La alimentación emocional es un hambre normal que está en todos nosotros, pero cuando es muy dominante se convierte en el terreno de los comedores compulsivos, de aquellos que hacen dieta constantemente o padecen anorexia y bulimia.

 

Comprendiendo el hambre de corazón

Las luchas internas son acalladas con frecuencia a base de llenarnos la boca de comida para no pronunciar palabras cuya carga emocional puede asustarnos; palabras que se refieren a cosas que no nos permitimos sentir. La boca que se cierra y se abre a la comida es la misma boca que quiere hablar.

Con la comida conseguimos rebajar una tensión que nos molesta. Nuestra relación con la comida y los problemas  que tenemos con ella se convierten en un vehículo para comunicar asuntos del corazón que a veces no disponen de otro canal de expresión.

El lenguaje de la comida es un lenguaje simbólico, una forma de expresar luchas emocionales, ambivalencias, sentimientos de vacío, de vulnerabilidad y necesidad de protección, de deseo y desesperación.

Cuando no podemos expresar lo que sentimos transformamos lo emocional en físico, del corazón lo llevamos al estómago: tengo hambre o no quiero ingerir nada. El lenguaje está lleno de referencias a esta mezcla entre sentimientos y alimentación: `No me lo puedo tragar”, refiriéndonos a algo que rechazamos; “se me revuelve el estómago“, cuando sentimos asco por algo; “tengo mariposas en el estómago”, cuando tenemos angustia.
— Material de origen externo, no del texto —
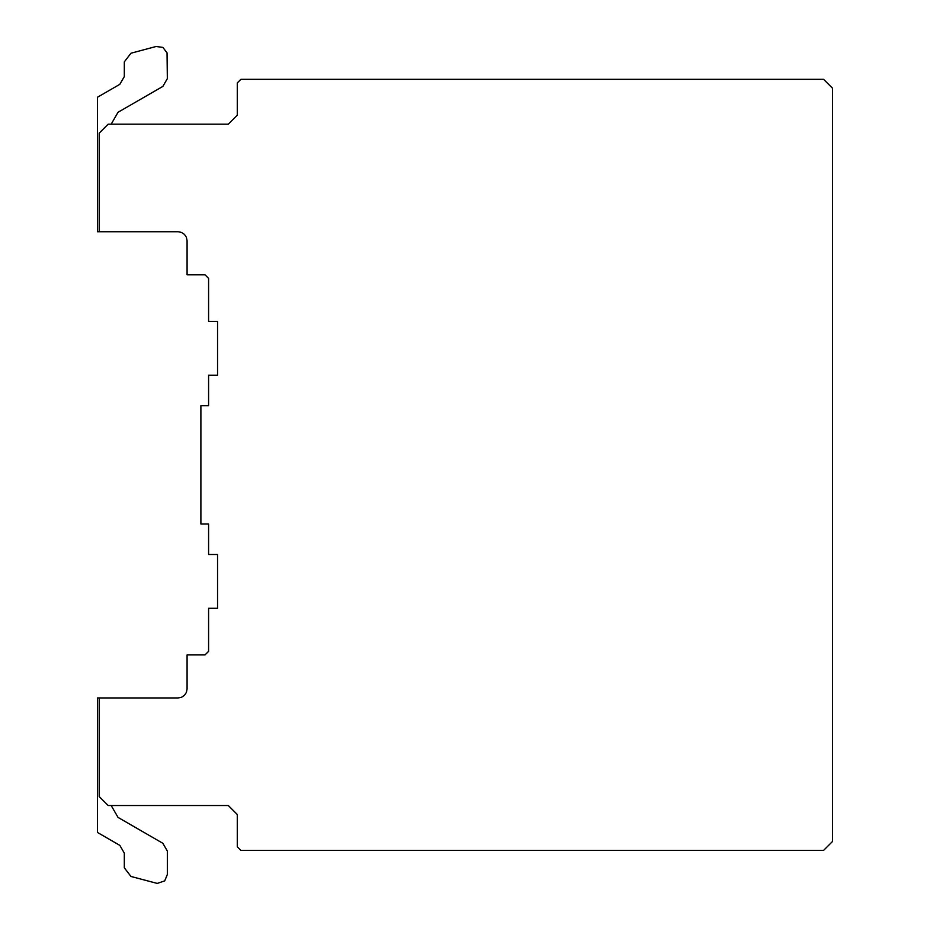<?xml version="1.0" encoding="UTF-8"?>
<svg xmlns="http://www.w3.org/2000/svg" width="930" height="930" viewBox="0 0 930 930"><rect width="100%" height="100%" fill="white"/><g stroke="black" fill="none" stroke-linecap="round" stroke-linejoin="round"><path stroke-width="1.4" d="M111.182 805.531L118.04 817.412L162.866 843.301L167.342 851.055L167.342 874.526L164.715 880.873L157.217 883.419L130.967 876.467L124.318 867.806L124.318 853.136L119.831 845.37L97.418 832.431L97.418 697.942L178.107 697.942L181.548 697.268L184.442 695.326L186.384 692.408L187.081 688.99L187.081 654.918L205.007 654.918L208.587 651.337L208.587 608.29L217.55 608.29L217.55 554.501L208.587 554.501L208.587 524.02L200.892 524.02L200.892 405.678L208.587 405.678L208.587 375.197L217.55 375.197L217.55 321.408L208.587 321.408L208.587 278.372L205.007 274.792L187.081 274.792L187.081 240.719L186.384 237.278L184.442 234.372L181.548 232.442L178.107 231.744L97.418 231.744L97.418 97.266L119.831 84.328L124.318 76.574L124.318 61.88L130.967 53.219L156.066 46.5L162.866 47.395L167.04 52.836L167.342 78.632L162.866 86.409L118.04 112.274L111.182 124.167M99.208 231.744L99.208 133.13L108.182 124.167L228.315 124.167L237.278 115.204L237.278 82.921L240.87 79.341L823.608 79.341L832.583 88.303L832.583 841.394L823.608 850.369L240.87 850.369L237.278 846.765L237.278 814.494L228.315 805.531L108.182 805.531L99.208 796.568L99.208 697.942"/></g></svg>
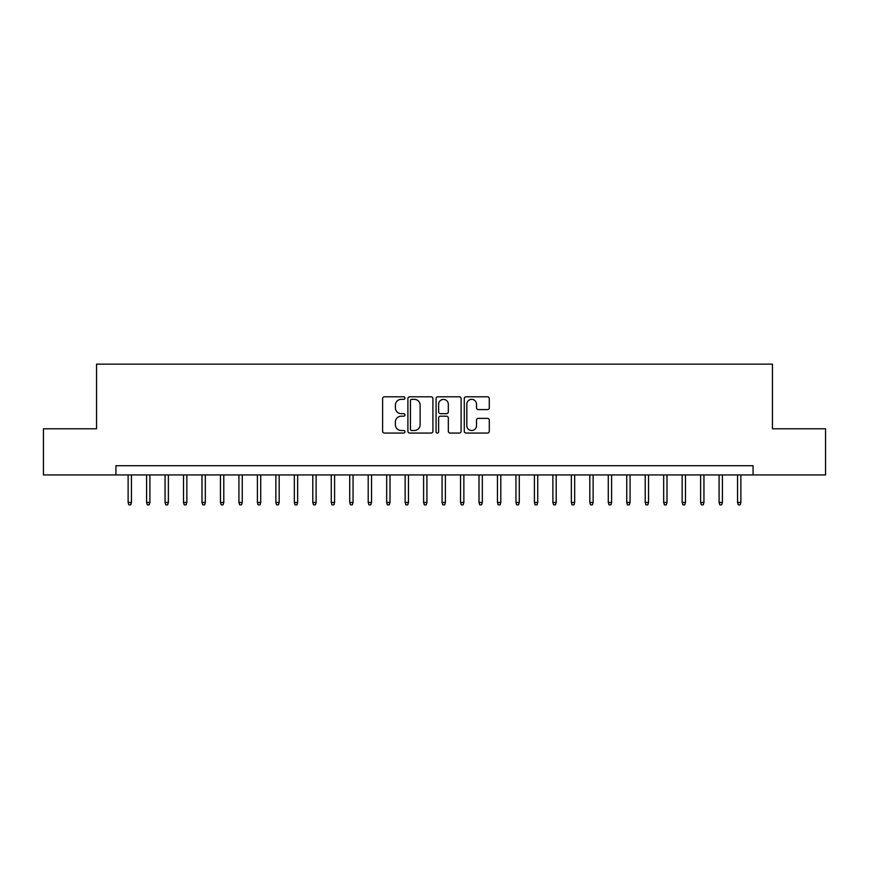 <?xml version="1.0" encoding="UTF-8"?>
<svg xmlns="http://www.w3.org/2000/svg" width="869" height="869" viewBox="0 0 869 869"><rect width="100%" height="100%" fill="white"/><g stroke="black" fill="none" stroke-linecap="round" stroke-linejoin="round"><path stroke-width="1.3" d="M404.954 398.067A1.271 1.271 0 0 0 403.683 396.796L384.424 396.796A1.814 1.814 0 0 0 382.61 398.61L382.61 431.241A1.814 1.814 0 0 0 384.424 433.055L403.683 433.055A1.271 1.271 0 0 0 404.954 431.784A1.271 1.271 0 0 0 403.683 430.513L401.196 430.513A5.801 5.801 0 0 1 395.395 424.713L395.395 421.997A5.801 5.801 0 0 1 401.196 416.197L403.683 416.197A1.271 1.271 0 0 0 404.954 414.926A1.271 1.271 0 0 0 403.683 413.655L401.196 413.655A5.801 5.801 0 0 1 395.395 407.854L395.395 405.139A5.801 5.801 0 0 1 401.196 399.338L403.683 399.338A1.271 1.271 0 0 0 404.954 398.067M487.476 409.581A1.814 1.814 0 0 0 489.29 407.767L489.29 398.61A1.814 1.814 0 0 0 487.476 396.796L466.088 396.796A1.814 1.814 0 0 0 464.274 398.61L464.274 431.241A1.814 1.814 0 0 0 466.088 433.055L487.476 433.055A1.814 1.814 0 0 0 489.29 431.241L489.29 420.183A1.814 1.814 0 0 0 487.476 418.369L478.319 418.369A1.814 1.814 0 0 0 476.505 420.183L476.505 425.669A4.845 4.845 0 0 1 471.661 430.513A4.845 4.845 0 0 1 466.816 425.669L466.816 404.183A4.845 4.845 0 0 1 471.661 399.338A4.845 4.845 0 0 1 476.505 404.183L476.505 407.767A1.814 1.814 0 0 0 478.319 409.581L487.476 409.581M115.935 474.941L43.45 474.941L43.45 428.775L96.546 428.775L96.546 364.144L772.454 364.144L772.454 428.775L825.55 428.775L825.55 474.941L753.065 474.941L753.065 465.708L115.935 465.708L115.935 474.941L753.065 474.941M432.914 398.61A1.814 1.814 0 0 0 431.1 396.796L409.712 396.796A1.814 1.814 0 0 0 407.898 398.61L407.898 431.241A1.814 1.814 0 0 0 409.712 433.055L431.1 433.055A1.814 1.814 0 0 0 432.914 431.241L432.914 398.61M437.9 396.796L459.288 396.796A1.814 1.814 0 0 1 461.102 398.61L461.102 431.241A1.814 1.814 0 0 1 459.288 433.055L450.131 433.055A1.814 1.814 0 0 1 448.317 431.241L448.317 418.011A1.814 1.814 0 0 0 446.514 416.197L440.442 416.197A1.814 1.814 0 0 0 438.628 418.011L438.628 431.784A1.271 1.271 0 0 1 437.357 433.055A1.271 1.271 0 0 1 436.086 431.784L436.086 398.61A1.814 1.814 0 0 1 437.9 396.796M411.71 399.338A1.271 1.271 0 0 0 410.44 400.609L410.44 429.243A1.271 1.271 0 0 0 411.71 430.513L414.328 430.513A5.801 5.801 0 0 0 420.129 424.713L420.129 405.139A5.801 5.801 0 0 0 414.328 399.338L411.71 399.338M448.317 404.27A4.845 4.845 0 0 0 443.472 399.425A4.845 4.845 0 0 0 438.628 404.27L438.628 411.841A1.814 1.814 0 0 0 440.442 413.655L446.514 413.655A1.814 1.814 0 0 0 448.317 411.841L448.317 404.27M131.447 502.456L130.708 504.856L128.862 504.856L128.123 502.456L131.447 502.456L131.447 474.941M128.123 502.456L128.123 474.941M149.913 502.456L149.175 504.856L147.328 504.856L146.589 502.456L149.913 502.456L149.913 474.941M146.589 502.456L146.589 474.941M168.38 502.456L167.641 504.856L165.794 504.856L165.056 502.456L168.38 502.456L168.38 474.941M165.056 502.456L165.056 474.941M186.846 502.456L186.107 504.856L184.261 504.856L183.522 502.456L186.846 502.456L186.846 474.941M183.522 502.456L183.522 474.941M205.323 502.456L204.584 504.856L202.738 504.856L201.999 502.456L205.323 502.456L205.323 474.941M201.999 502.456L201.999 474.941M223.789 502.456L223.051 504.856L221.204 504.856L220.465 502.456L223.789 502.456L223.789 474.941M220.465 502.456L220.465 474.941M242.255 502.456L241.517 504.856L239.67 504.856L238.932 502.456L242.255 502.456L242.255 474.941M238.932 502.456L238.932 474.941M260.722 502.456L259.983 504.856L258.136 504.856L257.398 502.456L260.722 502.456L260.722 474.941M257.398 502.456L257.398 474.941M279.188 502.456L278.449 504.856L276.603 504.856L275.864 502.456L279.188 502.456L279.188 474.941M275.864 502.456L275.864 474.941M297.654 502.456L296.916 504.856L295.069 504.856L294.33 502.456L297.654 502.456L297.654 474.941M294.33 502.456L294.33 474.941M316.12 502.456L315.382 504.856L313.535 504.856L312.797 502.456L316.12 502.456L316.12 474.941M312.797 502.456L312.797 474.941M334.587 502.456L333.848 504.856L332.001 504.856L331.263 502.456L334.587 502.456L334.587 474.941M331.263 502.456L331.263 474.941M353.053 502.456L352.314 504.856L350.468 504.856L349.729 502.456L353.053 502.456L353.053 474.941M349.729 502.456L349.729 474.941M371.53 502.456L370.791 504.856L368.945 504.856L368.206 502.456L371.53 502.456L371.53 474.941M368.206 502.456L368.206 474.941M389.996 502.456L389.258 504.856L387.411 504.856L386.672 502.456L389.996 502.456L389.996 474.941M386.672 502.456L386.672 474.941M408.463 502.456L407.724 504.856L405.877 504.856L405.139 502.456L408.463 502.456L408.463 474.941M405.139 502.456L405.139 474.941M426.929 502.456L426.19 504.856L424.344 504.856L423.605 502.456L426.929 502.456L426.929 474.941M423.605 502.456L423.605 474.941M445.395 502.456L444.656 504.856L442.81 504.856L442.071 502.456L445.395 502.456L445.395 474.941M442.071 502.456L442.071 474.941M463.861 502.456L463.123 504.856L461.276 504.856L460.537 502.456L463.861 502.456L463.861 474.941M460.537 502.456L460.537 474.941M482.328 502.456L481.589 504.856L479.742 504.856L479.004 502.456L482.328 502.456L482.328 474.941M479.004 502.456L479.004 474.941M500.794 502.456L500.055 504.856L498.209 504.856L497.47 502.456L500.794 502.456L500.794 474.941M497.47 502.456L497.47 474.941M519.271 502.456L518.532 504.856L516.686 504.856L515.947 502.456L519.271 502.456L519.271 474.941M515.947 502.456L515.947 474.941M537.737 502.456L536.999 504.856L535.152 504.856L534.413 502.456L537.737 502.456L537.737 474.941M534.413 502.456L534.413 474.941M556.203 502.456L555.465 504.856L553.618 504.856L552.88 502.456L556.203 502.456L556.203 474.941M552.88 502.456L552.88 474.941M574.67 502.456L573.931 504.856L572.084 504.856L571.346 502.456L574.67 502.456L574.67 474.941M571.346 502.456L571.346 474.941M593.136 502.456L592.397 504.856L590.551 504.856L589.812 502.456L593.136 502.456L593.136 474.941M589.812 502.456L589.812 474.941M611.602 502.456L610.864 504.856L609.017 504.856L608.278 502.456L611.602 502.456L611.602 474.941M608.278 502.456L608.278 474.941M630.068 502.456L629.33 504.856L627.483 504.856L626.745 502.456L630.068 502.456L630.068 474.941M626.745 502.456L626.745 474.941M648.535 502.456L647.796 504.856L645.949 504.856L645.211 502.456L648.535 502.456L648.535 474.941M645.211 502.456L645.211 474.941M667.001 502.456L666.262 504.856L664.416 504.856L663.677 502.456L667.001 502.456L667.001 474.941M663.677 502.456L663.677 474.941M685.478 502.456L684.739 504.856L682.893 504.856L682.154 502.456L685.478 502.456L685.478 474.941M682.154 502.456L682.154 474.941M703.944 502.456L703.206 504.856L701.359 504.856L700.62 502.456L703.944 502.456L703.944 474.941M700.62 502.456L700.62 474.941M722.411 502.456L721.672 504.856L719.825 504.856L719.087 502.456L722.411 502.456L722.411 474.941M719.087 502.456L719.087 474.941M740.877 502.456L740.138 504.856L738.292 504.856L737.553 502.456L740.877 502.456L740.877 474.941M737.553 502.456L737.553 474.941"/></g></svg>
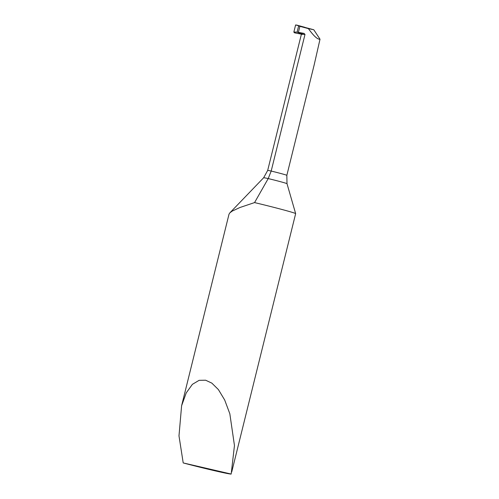 <?xml version="1.0" encoding="UTF-8"?>
<svg xmlns="http://www.w3.org/2000/svg" width="499" height="499" viewBox="0 0 499 499"><rect width="100%" height="100%" fill="white"/><g stroke="black" fill="none" stroke-linecap="round" stroke-linejoin="round"><path stroke-width="0.75" d="M320.015 39.209L313.784 29.753L308.394 28.618C313.74 36.047 317.613 39.577 320.015 39.209L314.17 64.895L286.844 175.342L287 183.682L295.651 213.628A32.279 0.898 -166.1 0 0 295.651 213.628A32.279 0.898 -166.1 0 0 254.559 202.588L239.969 207.497L232.154 211.127L229.846 212.873L229.01 214.202L181.611 405.724L178.985 435.876L183.208 462.929A32.279 0.898 -166.1 0 0 214.352 470.669A32.279 0.898 -166.1 0 0 231.18 474.05L234.461 445.545L229.833 413.765L224.675 399.98L218.406 389.594L211.832 383.113L205.619 380.213L199.113 380.338L192.377 384.342L186.239 392.9L181.611 405.724M254.559 202.588L268.219 178.573L271.188 171.051L305.001 34.419L301.352 34.387M298.414 32.285L299.887 26.335L298.614 25.96L304.839 27.302L295.608 24.95L293.836 32.117L297.098 32.104L304.047 33.402L305.001 34.419M308.394 28.618L299.887 26.335M313.784 29.753L295.608 24.95M301.296 33.87L297.098 32.104L298.614 25.96L297.098 32.104L300.891 33.614L304.047 33.402M286.844 175.342A14.527 0.405 -166.1 0 0 271.188 171.051A14.527 0.405 13.9 0 0 267.676 170.458L301.352 34.369L300.891 33.614L301.327 33.845M183.208 462.929L231.18 474.05M301.377 34.157L294.647 32.872L293.836 32.123M294.884 31.917L294.647 32.872L301.677 34.213M304.752 27.657L304.839 27.302L296.587 25.044M267.676 170.458L263.64 177.763A16.685 0.468 13.9 0 1 268.219 178.573A16.685 0.468 -166.1 0 1 287 183.682M263.64 177.763L229.839 212.873M295.651 213.641L231.717 471.998"/></g></svg>
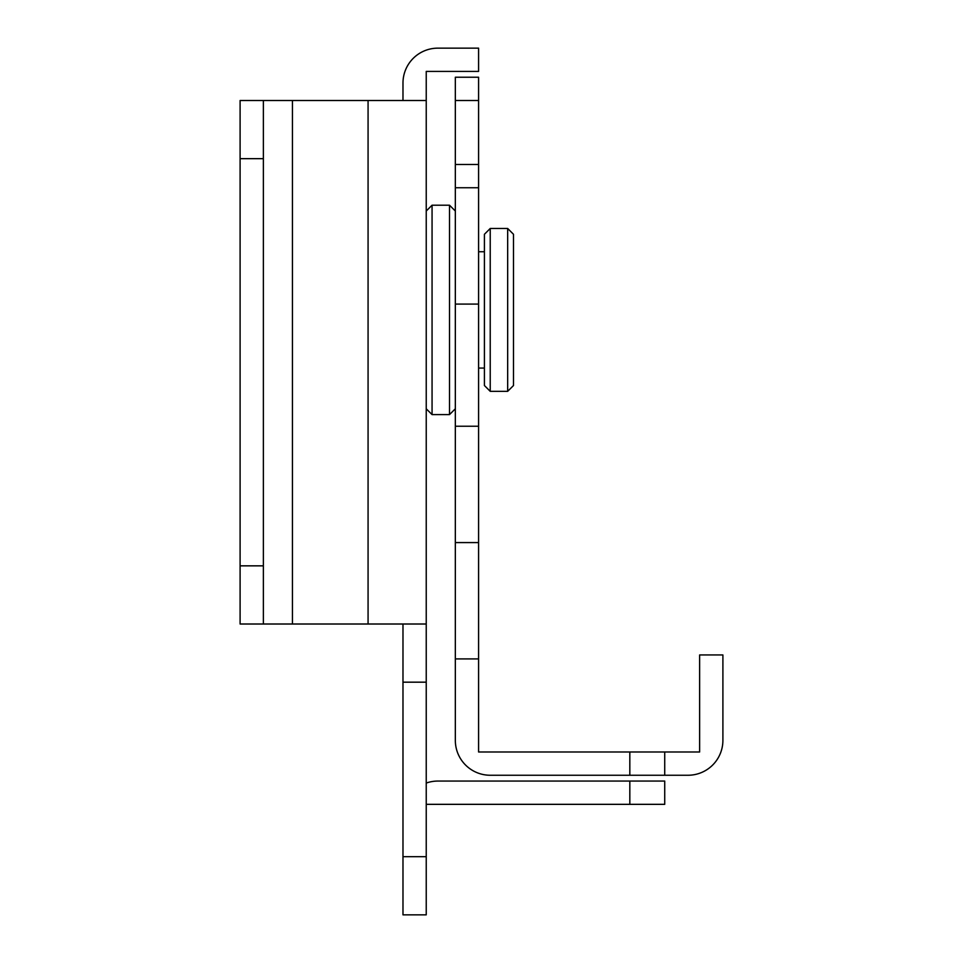 <?xml version="1.0" encoding="UTF-8"?>
<svg xmlns="http://www.w3.org/2000/svg" width="963" height="963" viewBox="0 0 963 963"><rect width="100%" height="100%" fill="white"/><g stroke="black" fill="none" stroke-linecap="round" stroke-linejoin="round"><path stroke-width="1.44" d="M402.979 624.012L402.979 914.85L426.236 914.85L426.236 856.685L402.979 856.685M402.979 682.177L426.236 682.177L426.236 71.418L478.587 71.418L478.587 48.15L437.876 48.15A34.897 34.897 0 0 0 402.979 83.047L402.979 100.501M426.236 804.334L664.723 804.334L664.723 781.065L629.826 781.065L629.826 804.334M426.236 783.063A34.897 34.897 0 0 1 437.876 781.065L629.826 781.065M426.236 682.177L426.236 856.685M292.451 624.012L292.451 100.501L240.1 100.501L240.1 624.012L426.236 624.012M292.451 100.501L426.236 100.501M263.368 100.501L263.368 624.012M432.062 414.608L426.236 408.794L426.236 211.017L432.062 205.203L449.504 205.203L449.504 414.608L432.062 414.608L432.062 205.203M449.504 205.203L455.33 211.017L455.33 408.794L449.504 414.608M490.227 391.339L484.413 385.525L484.413 234.286L490.227 228.472L507.67 228.472L507.67 391.339L490.227 391.339L490.227 228.472M507.67 228.472L513.496 234.286L513.496 385.525L507.67 391.339M478.587 542.578L478.587 751.983L699.632 751.983L699.632 654.948L722.9 654.948L722.9 740.342A34.897 34.897 0 0 1 687.991 775.251L490.227 775.251A34.897 34.897 0 0 1 455.33 740.342L455.33 542.578L478.587 542.578L478.587 77.233L455.33 77.233L455.33 100.501L478.587 100.501M455.33 542.578L455.33 100.501M478.587 187.749L455.33 187.749M664.723 775.251L664.723 751.983M368.071 100.501L368.071 624.012M240.1 158.666L263.368 158.666M263.368 565.847L240.1 565.847M478.587 164.48L455.33 164.48M455.33 304.091L478.587 304.091M478.587 426.236L455.33 426.236M455.33 658.909L478.587 658.909M629.826 751.983L629.826 775.251M478.587 368.071L484.413 368.071M478.587 251.74L484.413 251.74"/></g></svg>

Cuando aparecen problemas con la comida, convendría reflexionar sobre qué estado de ánimo nos provoca el hambre o la inapetencia; qué deseos, ambiciones, decepciones o fantasías se ocultan tras esos actos que nos llevan a deglutir o a rechazar el alimento. Es inútil perder el tiempo y las energías controlando obsesivamente la dieta, cuando el peso del conflicto se desarrolla en el mundo de los afectos. En muchas ocasiones comer se convierte en una metáfora entre la forma en que vivimos y la manera en la que gestionamos nuestras emociones.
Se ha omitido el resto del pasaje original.